DIRECTIONS FOR THIS TASK: Exact reproduction of every record is required, and pictures are to be excluded.

[Stored items]
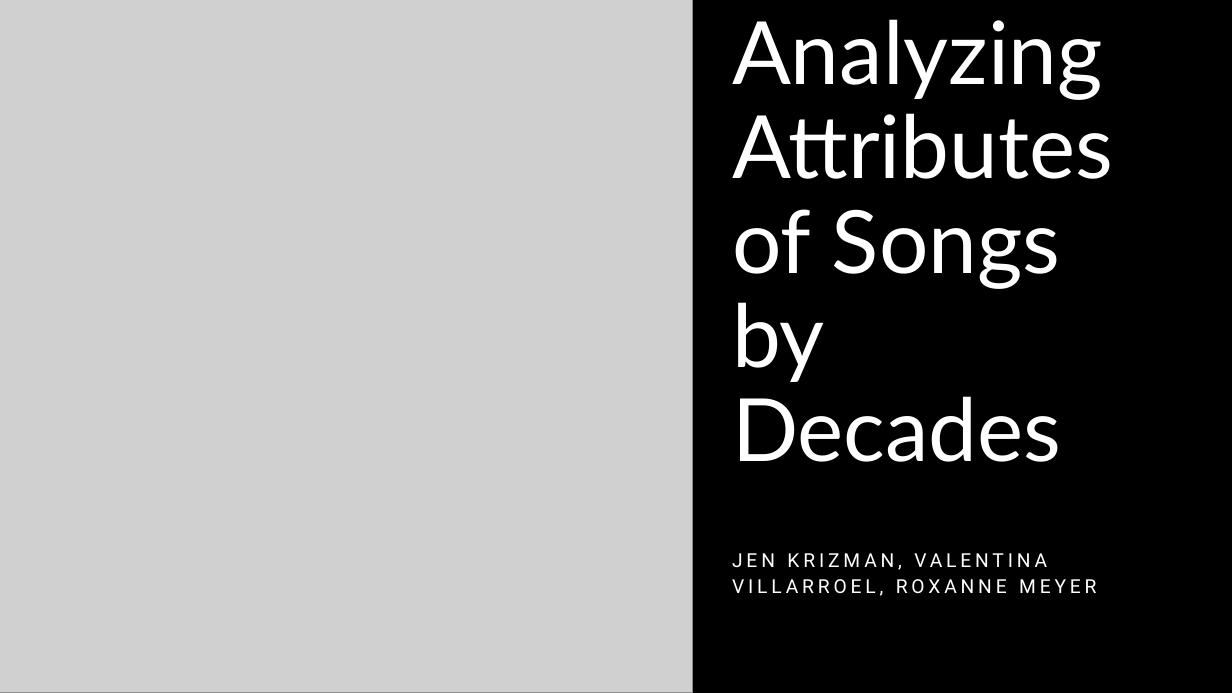
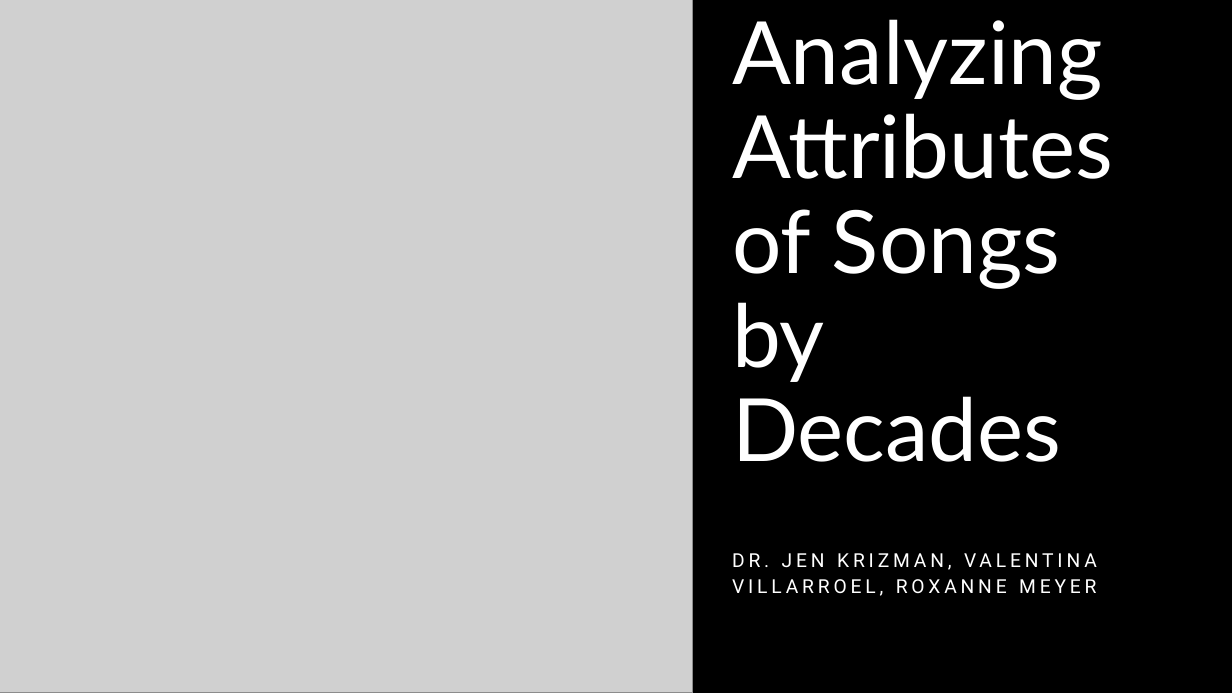
Before and after one commit to jkrizm/Project3, a slide deck: slide 1 of Analyzing Attributes of Songs by Decades.pptx. Drawn at 1232x693 pixels with LibreOffice and Linux fonts; fonts in the diff are those of the drawing; grey boxes stand for pictures. Boxes give left, top, right and bottom in pixels: in the first picture for what was removed or moved away, otherwise in the second. Text is boxed around its words. In the diff, an @@ line names an element or a change of style, - is before the commit and + after.

```diff
--- a/Analyzing Attributes of Songs by Decades.pptx
+++ b/Analyzing Attributes of Songs by Decades.pptx
@@ subtitle at [732, 553, 1097, 596]: text changed @@
-JEN KRIZMAN, VALENTINA VILLARROEL, ROXANNE MEYER
+DR. JEN KRIZMAN, VALENTINA VILLARROEL, ROXANNE MEYER
```
Also in this commit, not shown: 1 other slide changed, 3 slides removed.

WRITTEN ANSWER:
Before and after one commit to jkrizm/Project3, a slide deck: slide 1 of Analyzing Attributes of Songs by Decades.pptx. Drawn at 1232x693 pixels with LibreOffice and Linux fonts; fonts in the diff are those of the drawing; grey boxes stand for pictures. Boxes give left, top, right and bottom in pixels: in the first picture for what was removed or moved away, otherwise in the second. Text is boxed around its words. In the diff, an @@ line names an element or a change of style, - is before the commit and + after.

```diff
--- a/Analyzing Attributes of Songs by Decades.pptx
+++ b/Analyzing Attributes of Songs by Decades.pptx
@@ subtitle at [732, 553, 1097, 596]: text changed @@
-JEN KRIZMAN, VALENTINA VILLARROEL, ROXANNE MEYER
+DR. JEN KRIZMAN, VALENTINA VILLARROEL, ROXANNE MEYER
```
Also in this commit, not shown: 1 other slide changed, 3 slides removed.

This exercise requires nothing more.